Suche nach strategischem Partner

Kassel-Calden: Interesse aus China

20.07.2011 - 17:56 0 Kommentare

Übernehmen die Chinesen den Flughafen Kassel-Calden? Bei einem Bieterverfahren könnte diese Frage nun beraten werden. Das Finanzministerium verwies auf einen Landtagsbeschluss vom Mai, wonach ein strategischer Partner gesucht werden soll. Offen sind die wirtschaftlichen Folgen für das umstrittene Projekt.

Piktogramm auf einem Verkehrsschild in Kassel-Calden - © © dpa - Uwe Zucchi

Piktogramm auf einem Verkehrsschild in Kassel-Calden © dpa /Uwe Zucchi

In China gibt es möglicherweise Interessenten für einen Einstieg beim nordhessischen Flughafen Kassel-Calden. Die chinesische HNA Group, zu der auch Hainan Airlines gehört, sei dafür ein Kandidat, sagte der Präsident des Netzwerks Hessen-China, Alfred Schmidt, am Mittwoch der dpa in Kassel. «Es gibt ein generelles Interesse dieser Fluglinie aus China.» Mit Blick auf die Anfragen aus Fernost werde jetzt ein sogenanntes strukturiertes Bieterverfahren eingeleitet.

Der Ausbau des Regionalflughafens, der nach derzeitigem Stand 225 Millionen Euro kosten soll, ist umstritten. Kritiker haben ökologische Bedenken; sie gehen auch davon aus, dass der Flughafen nie kostendeckend arbeiten wird. Gesellschafter der Flughafen GmbH Kassel (FGK) sind das Land, die Stadt und der Landkreis Kassel und die Gemeinde Calden.

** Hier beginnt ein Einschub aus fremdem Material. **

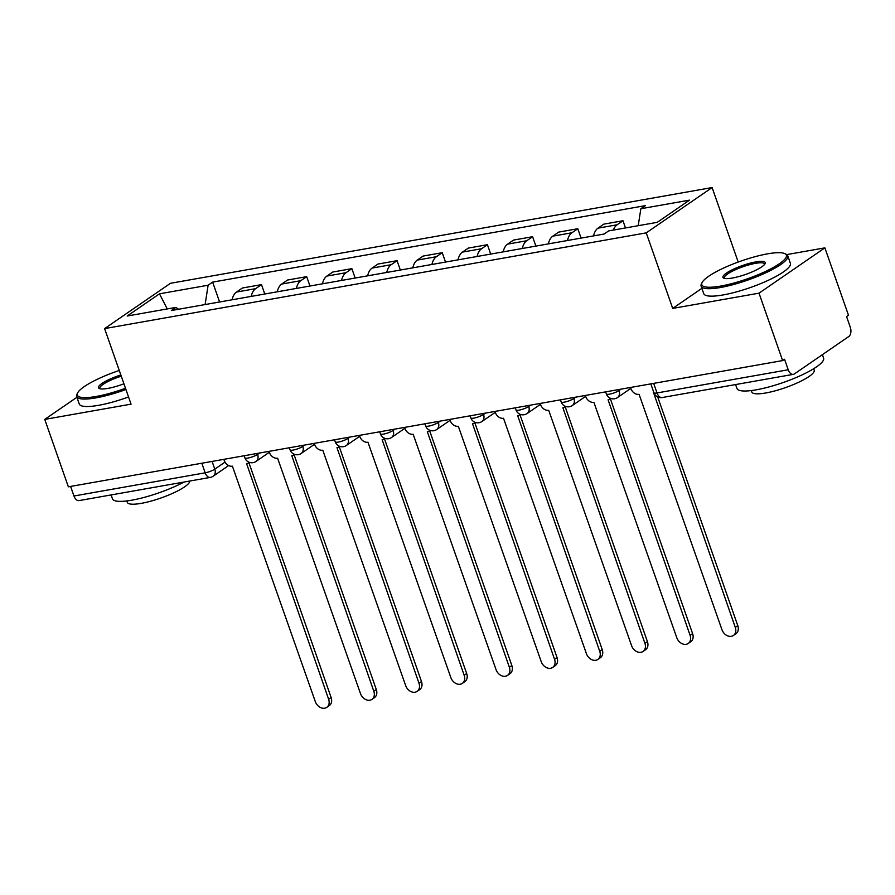 <?xml version="1.0" encoding="UTF-8"?>
<svg xmlns="http://www.w3.org/2000/svg" width="895" height="895" viewBox="0 0 895 895"><rect width="100%" height="100%" fill="white"/><g stroke="black" fill="none" stroke-linecap="round" stroke-linejoin="round"><path stroke-width="1.34" d="M738.196 262.045L712.107 187.558L170.475 283.29L104.603 328.599L646.246 232.868L672.704 308.417L759.016 293.168L782.622 360.584L68.356 486.824L44.75 419.397L131.062 404.148L104.603 328.599M759.016 293.168L824.888 247.859L786.761 254.594M824.888 247.859L848.494 315.275L846.569 316.595L850.25 327.1A7.339 4.397 80 0 1 848.784 336.52L794.436 373.897A7.339 4.397 80 0 1 793.339 374.356L662.132 397.548A7.339 4.397 -100 0 1 657.008 392.95L788.226 369.769A7.339 4.397 80 0 0 793.339 374.356M201.811 463.23L205.168 472.817A7.339 4.397 -100 0 0 210.291 477.404L79.073 500.596A7.339 4.397 -100 0 1 73.961 495.998L205.168 472.817A7.339 1.544 -19.3 0 0 214.8 469.148L225.025 462.111M70.604 486.421L73.961 495.998M76.914 397.279L44.75 419.397M788.226 369.769L784.546 359.264L782.622 360.584M613.366 230.093A16.893 10.113 -100 0 1 617.125 224.779L622.976 220.752L603.856 224.13L598.005 228.158A16.893 10.113 80 0 0 593.564 235.9M625.493 227.945L622.976 220.752M567.497 240.509A16.893 10.113 -100 0 1 571.939 232.767L577.79 228.728L558.681 232.107L552.819 236.146A16.893 10.113 80 0 0 548.378 243.887M581.079 238.104L577.79 228.728M522.311 248.486A16.893 10.113 -100 0 1 526.752 240.744L532.603 236.716L513.495 240.095L507.633 244.122A16.893 10.113 80 0 0 503.191 251.864M535.892 246.091L532.603 236.716M477.124 256.473A16.893 10.113 -100 0 1 481.566 248.732L487.428 244.704L468.309 248.083L462.446 252.11A16.893 10.113 80 0 0 458.005 259.852M490.706 254.079L487.428 244.704M431.938 264.461A16.893 10.113 -100 0 1 436.38 256.72L442.242 252.692L423.122 256.071L417.26 260.098A16.893 10.113 80 0 0 412.819 267.84M445.52 262.067L442.242 252.692M386.752 272.449A16.893 10.113 -100 0 1 391.193 264.707L397.056 260.68L377.936 264.059L372.085 268.086A16.893 10.113 80 0 0 367.644 275.828M400.333 270.044L397.056 260.68M341.566 280.437A16.893 10.113 -100 0 1 346.018 272.695L351.869 268.657L332.75 272.035L326.899 276.074A16.893 10.113 80 0 0 322.457 283.816M355.147 278.032L351.869 268.657M296.39 288.425A16.893 10.113 -100 0 1 300.832 280.672L306.683 276.644L287.563 280.023L281.712 284.051A16.893 10.113 80 0 0 277.271 291.804M309.972 286.02L306.683 276.644M251.204 296.402A16.893 10.113 -100 0 1 255.646 288.66L261.497 284.632L242.388 288.011L236.526 292.038A16.893 10.113 80 0 0 232.085 299.78M264.786 294.007L261.497 284.632M638.213 225.697L640.854 208.736L689.519 200.144L657.254 222.329L608.589 230.932L604.08 234.042L171.348 310.52L175.867 307.41L127.202 316.013L159.467 293.817L208.121 285.225L205.112 304.546M640.854 208.736L645.362 205.637L212.641 282.115L208.121 285.225M712.107 187.558L646.246 232.868M701.881 288.347L672.704 308.417M219.599 301.995L212.641 282.115M178.597 309.234L175.867 307.41M167.253 308.932L159.467 293.817M630.516 387.468L630.908 388.575A7.339 5.672 -124.5 0 0 639.075 394.326L721.963 629.711A8.447 6.522 -124.5 0 0 733.408 635.484A8.447 6.522 -124.5 0 0 735.287 627.35L653.26 391.82A7.339 5.672 -124.5 0 0 653.574 391.753M657.702 396.944L737.782 625.639A8.447 6.522 55.5 0 1 735.914 633.772L733.408 635.484M585.33 395.456L585.722 396.552A7.339 5.672 -124.5 0 0 593.888 402.314L676.777 637.688A8.447 6.522 -124.5 0 0 688.233 643.471A8.447 6.522 -124.5 0 0 690.101 635.338L608.085 399.796A7.339 5.672 -124.5 0 0 609.875 399.08A7.339 5.672 -124.5 0 0 610.659 398.376M610.345 398.745L692.596 633.615A8.447 6.522 55.5 0 1 690.727 641.76L688.233 643.471M540.155 403.432L540.535 404.54A7.339 5.672 -124.5 0 0 548.702 410.29L631.59 645.675A8.447 6.522 -124.5 0 0 643.046 651.459A8.447 6.522 -124.5 0 0 644.915 643.326L562.899 407.784A7.339 5.672 -124.5 0 0 564.689 407.057A7.339 5.672 -124.5 0 0 565.472 406.364M565.159 406.733L647.409 641.603A8.447 6.522 55.5 0 1 645.541 649.736L643.046 651.459M767.518 253.856A44.806 9.442 -19.3 0 0 702.127 282.507A44.806 9.442 -19.3 0 0 720.654 286.087A44.806 9.442 -19.3 0 0 769.342 269.585A44.806 9.442 -19.3 0 0 784.702 253.587A44.806 9.442 -19.3 0 0 767.518 253.856M784.702 253.587L786.056 254.202A45.902 9.677 160.7 0 1 787.768 255.825A45.902 9.677 160.7 0 1 766.388 272.516A45.902 9.677 160.7 0 1 720.441 287.508A45.902 9.677 160.7 0 1 701.121 286.165A45.902 9.677 160.7 0 1 701.445 283.838L702.127 282.507M755.805 261.911A22.397 4.721 160.7 0 1 765.068 263.701A22.397 4.721 160.7 0 1 732.367 278.032A22.397 4.721 160.7 0 1 723.775 278.166A22.397 4.721 160.7 0 1 731.461 270.167A22.397 4.721 160.7 0 1 755.805 261.911M764.587 264.417A21.301 4.486 -19.3 0 0 764.543 263.947A21.301 4.486 -19.3 0 0 755.581 263.331A21.301 4.486 -19.3 0 0 734.258 270.279A21.301 4.486 -19.3 0 0 724.346 278.032A21.301 4.486 -19.3 0 0 724.592 278.423M822.382 354.677L823.59 358.134A45.902 9.677 160.7 0 1 802.211 374.826A45.902 9.677 160.7 0 1 756.264 389.817A45.902 9.677 160.7 0 1 736.954 388.475L735.578 384.559M813.689 368.718L814.193 370.172A33.048 6.97 160.7 0 1 798.799 382.199A33.048 6.97 160.7 0 1 765.717 392.983A33.048 6.97 160.7 0 1 751.811 392.021L751.297 390.567M787.768 255.825L790.375 263.275A45.902 9.677 160.7 0 1 768.995 279.967A45.902 9.677 160.7 0 1 723.048 294.958A45.902 9.677 160.7 0 1 703.727 293.616L701.121 286.165M119.27 370.474A44.806 9.442 -19.3 0 0 77.652 392.883A44.806 9.442 -19.3 0 0 96.19 396.463A44.806 9.442 -19.3 0 0 125.501 388.262M125.938 389.504A45.902 9.677 160.7 0 1 95.966 397.872A45.902 9.677 160.7 0 1 76.646 396.53A45.902 9.677 160.7 0 1 76.981 394.203L77.652 392.883M123.935 383.787A22.397 4.721 160.7 0 1 107.903 388.396A22.397 4.721 160.7 0 1 99.311 388.531A22.397 4.721 160.7 0 1 120.836 374.949M184.046 482.036A45.902 9.677 160.7 0 1 131.8 500.182A45.902 9.677 160.7 0 1 112.479 498.839L111.103 494.935M189.807 481.018A33.048 6.97 160.7 0 1 173.384 493A33.048 6.97 160.7 0 1 141.242 503.359A33.048 6.97 160.7 0 1 127.336 502.386L126.821 500.931M128.544 396.955A45.902 9.677 160.7 0 1 98.573 405.323A45.902 9.677 160.7 0 1 79.252 403.981L76.646 396.53M121.272 376.191A21.301 4.486 -19.3 0 0 99.871 388.396A21.301 4.486 -19.3 0 0 100.117 388.788M494.969 411.42L495.349 412.528A7.339 5.672 -124.5 0 0 503.516 418.278L586.415 653.663A8.447 6.522 -124.5 0 0 597.86 659.447A8.447 6.522 -124.5 0 0 599.728 651.314L517.713 415.772A7.339 5.672 -124.5 0 0 519.503 415.045A7.339 5.672 -124.5 0 0 520.297 414.351M519.984 414.721L602.234 649.591A8.447 6.522 55.5 0 1 600.355 657.724L597.86 659.447M449.782 419.408L450.174 420.516A7.339 5.672 -124.5 0 0 458.329 426.266L541.229 661.651A8.447 6.522 -124.5 0 0 552.674 667.435A8.447 6.522 -124.5 0 0 554.553 659.291L472.526 423.76A7.339 5.672 -124.5 0 0 474.316 423.033A7.339 5.672 -124.5 0 0 475.111 422.339M474.797 422.708L557.048 657.579A8.447 6.522 55.5 0 1 555.168 665.712L552.674 667.435M404.596 427.396L404.987 428.504A7.339 5.672 -124.5 0 0 413.154 434.254L496.043 669.639A8.447 6.522 -124.5 0 0 507.487 675.412A8.447 6.522 -124.5 0 0 509.367 667.278L427.34 431.748A7.339 5.672 -124.5 0 0 429.13 431.021A7.339 5.672 -124.5 0 0 429.924 430.316M429.611 430.696L511.862 665.567A8.447 6.522 55.5 0 1 509.982 673.7L507.487 675.412M359.41 435.384L359.801 436.491A7.339 5.672 -124.5 0 0 367.968 442.242L450.856 677.616A8.447 6.522 -124.5 0 0 462.301 683.4A8.447 6.522 -124.5 0 0 464.181 675.266L382.154 439.725A7.339 5.672 -124.5 0 0 383.944 439.009A7.339 5.672 -124.5 0 0 384.738 438.304M384.425 438.673L466.675 673.543A8.447 6.522 55.5 0 1 464.796 681.688L462.301 683.4M314.223 443.361L314.615 444.468A7.339 5.672 -124.5 0 0 322.782 450.23L405.67 685.604A8.447 6.522 -124.5 0 0 417.115 691.387A8.447 6.522 -124.5 0 0 418.994 683.254L336.979 447.713A7.339 5.672 -124.5 0 0 338.757 446.997A7.339 5.672 -124.5 0 0 339.552 446.292M339.239 446.661L421.489 681.531A8.447 6.522 55.5 0 1 419.621 689.676L417.115 691.387M269.048 451.348L269.429 452.456A7.339 5.672 -124.5 0 0 277.595 458.206L360.484 693.591A8.447 6.522 -124.5 0 0 371.94 699.375A8.447 6.522 -124.5 0 0 373.808 691.242L291.792 455.7A7.339 5.672 -124.5 0 0 293.582 454.973A7.339 5.672 -124.5 0 0 294.365 454.28M294.052 454.649L376.303 689.519A8.447 6.522 55.5 0 1 374.434 697.652L371.94 699.375M223.862 459.336L224.242 460.444A7.339 5.672 -124.5 0 0 232.409 466.194L315.297 701.579A8.447 6.522 -124.5 0 0 326.753 707.363A8.447 6.522 -124.5 0 0 328.622 699.219L246.606 463.688A7.339 5.672 -124.5 0 0 248.396 462.961A7.339 5.672 -124.5 0 0 249.19 462.267M248.877 462.637L331.128 697.507A8.447 6.522 55.5 0 1 329.248 705.64L326.753 707.363M244.156 455.745L244.883 457.837A7.339 1.544 -19.3 0 0 247.982 458.05A7.339 1.544 -19.3 0 0 257.615 454.38L259.595 453.027M257.279 453.429L257.615 454.38A7.339 5.672 55.5 0 1 255.981 461.462L269.361 452.255M289.342 447.768L290.069 449.849A7.339 1.544 -19.3 0 0 293.168 450.062A7.339 1.544 -19.3 0 0 302.801 446.404L304.781 445.039M302.465 445.442L302.801 446.404A7.339 5.672 55.5 0 1 301.167 453.474L314.548 444.267M334.529 439.781L335.256 441.861A7.339 1.544 -19.3 0 0 338.344 442.074A7.339 1.544 -19.3 0 0 347.987 438.416L349.967 437.051M347.652 437.465L347.987 438.416A7.339 5.672 55.5 0 1 346.354 445.486L359.734 436.29M379.715 431.793L380.442 433.874A7.339 1.544 -19.3 0 0 383.53 434.097A7.339 1.544 -19.3 0 0 393.162 430.428L395.142 429.063M392.827 429.477L393.162 430.428A7.339 5.672 55.5 0 1 391.54 437.498L404.909 428.302M424.901 423.805L425.628 425.897A7.339 1.544 -19.3 0 0 428.716 426.109A7.339 1.544 -19.3 0 0 438.349 422.44L440.329 421.075M438.013 421.489L438.349 422.44A7.339 5.672 55.5 0 1 436.715 429.522L450.095 420.314M470.076 415.817L470.815 417.909A7.339 1.544 -19.3 0 0 473.902 418.122A7.339 1.544 -19.3 0 0 483.535 414.452L485.515 413.098M483.199 413.501L483.535 414.452A7.339 5.672 55.5 0 1 481.902 421.534L495.282 412.326M515.263 407.84L515.99 409.921A7.339 1.544 -19.3 0 0 519.089 410.134A7.339 1.544 -19.3 0 0 528.721 406.475L530.701 405.111M528.386 405.513L528.721 406.475A7.339 5.672 55.5 0 1 527.088 413.546L540.468 404.339M560.449 399.852L561.176 401.933A7.339 1.544 -19.3 0 0 564.275 402.146A7.339 1.544 -19.3 0 0 573.908 398.488L575.888 397.123M573.572 397.525L573.908 398.488A7.339 5.672 55.5 0 1 572.274 405.558L585.654 396.362M605.635 391.865L606.362 393.945A7.339 1.544 -19.3 0 0 609.45 394.169A7.339 1.544 -19.3 0 0 619.094 390.5L621.074 389.135M618.758 389.549L619.094 390.5A7.339 5.672 55.5 0 1 617.46 397.57L630.841 388.374M212.093 461.417L214.8 469.148A7.339 5.672 -124.5 0 1 213.167 476.218L228.672 465.557M281.712 284.051L300.832 280.672M326.899 276.074L346.018 272.695M372.085 268.086L391.193 264.707M417.26 260.098L436.38 256.72M462.446 252.11L481.566 248.732M507.633 244.122L526.752 240.744M552.819 236.146L571.939 232.767M598.005 228.158L617.125 224.779M236.526 292.038L255.646 288.66M650.822 383.877L653.921 392.737A7.339 1.544 -19.3 0 0 657.008 392.95L653.663 383.373M735.287 627.35L737.782 625.639M690.101 635.338L692.596 633.615M644.915 643.326L647.409 641.603M599.728 651.314L602.234 649.591M554.553 659.291L557.048 657.579M509.367 667.278L511.862 665.567M464.181 675.266L466.675 673.543M418.994 683.254L421.489 681.531M373.808 691.242L376.303 689.519M328.622 699.219L331.128 697.507M606.362 393.945A7.339 7.339 0 0 0 617.46 397.57M561.176 401.933A7.339 7.339 0 0 0 572.274 405.558M515.99 409.921A7.339 7.339 0 0 0 527.088 413.546M470.815 417.909A7.339 7.339 0 0 0 481.902 421.534M425.628 425.897A7.339 7.339 0 0 0 436.715 429.522M380.442 433.874A7.339 7.339 0 0 0 391.54 437.498M335.256 441.861A7.339 7.339 0 0 0 346.354 445.486M290.069 449.849A7.339 7.339 0 0 0 301.167 453.474M244.883 457.837A7.339 7.339 0 0 0 255.981 461.462M210.291 477.404A7.339 7.339 0 0 0 213.167 476.218M653.921 392.737A7.339 7.339 0 0 0 662.132 397.548M609.875 399.08L610.804 398.432M564.689 407.057L565.618 406.419M519.503 415.045L520.442 414.407M474.316 423.033L475.256 422.384M429.13 431.021L430.07 430.372M383.944 439.009L384.884 438.36M338.757 446.997L339.697 446.348M293.582 454.973L294.511 454.336M248.396 462.961L249.336 462.323"/></g></svg>

Sie hatten vergangene Woche beschlossen, nach einem Partner zu suchen, der entweder Anteile an dem Flughafen übernimmt oder als Betreiber fungiert.

Der gesuchte Partner sollte zwischen 10 und 49 Prozent der Anteile übernehmen oder sich auf ein «anderweitiges nachhaltiges Engagement» festlegen. Schmidt, früher in Hessen FDP-Wirtschaftsminister, nannte es unwahrscheinlich, dass sich ein Partner an den Baukosten beteiligen werde. Es komme darauf an, nach der Inbetriebnahme 2013 kostendeckend zu arbeiten. Der Bürgermeister von Calden, Andreas Dinges (parteilos), wurde in der «Hessischen/Niedersächischen Allgemeinen» zitiert, der Partner solle helfen, die zu erwartenden Betriebsverluste zu verringern.

Laut Ausschreibung wird als Partner vorzugsweise eine Fluggesellschaft, ein Logistikunternehmen oder ein Touristikkonzern gesucht. Nach Schmidts Beschreibung ist die Hainan Airlines genau auf diesen Gebieten tätig. Heimatflughafen der staatlich dominierten Fluglinie ist Haikou, Hauptstadt der chinesischen Provinz Hainan. Sie fliegt in Westeuropa Berlin, Budapest, Brüssel und Zürich an.

Das zuständige Finanzministerium in Wiesbaden machte das Bieterverfahren weniger von einem konkreten Interesse aus China abhängig. Vielmehr habe der Landtag im Mai 2010 die Landesregierung angehalten, einen strategischen Partner zu suchen. Dies werde jetzt umgesetzt. Finanzminister Thomas Schäfer (CDU) erklärte am Dienstag: «Wir machen uns auf den Weg, Kassel-Calden wenn möglich noch etwas breiter aufzustellen.»

CDU, FDP und SPD sehen den Ausbau von Kassel-Calden als wichtiges Infrastrukturprojekt für Nordhessen, die Grünen sind dagegen. Es sei gut, wenn das Risiko des Steuerzahlers bei Kassel-Calden durch einen strategischen Partner sinke, sagte die Kasseler Grünen-Landtagsabgeordnete Karin Müller der dpa. Es dürfe aber auf keinen Fall passieren, dass der Steuerzahler für die Infrastruktur bezahle, mögliche Gewinne aber privatisiert würden.

Die Europäische Union muss das zweistufige Bieterverfahren billigen, weil es um eine neue Eigentümerstruktur für den Flughafen geht. Über eine Vergabe wollen die Flughafeneigner bis Ende 2011 entscheiden.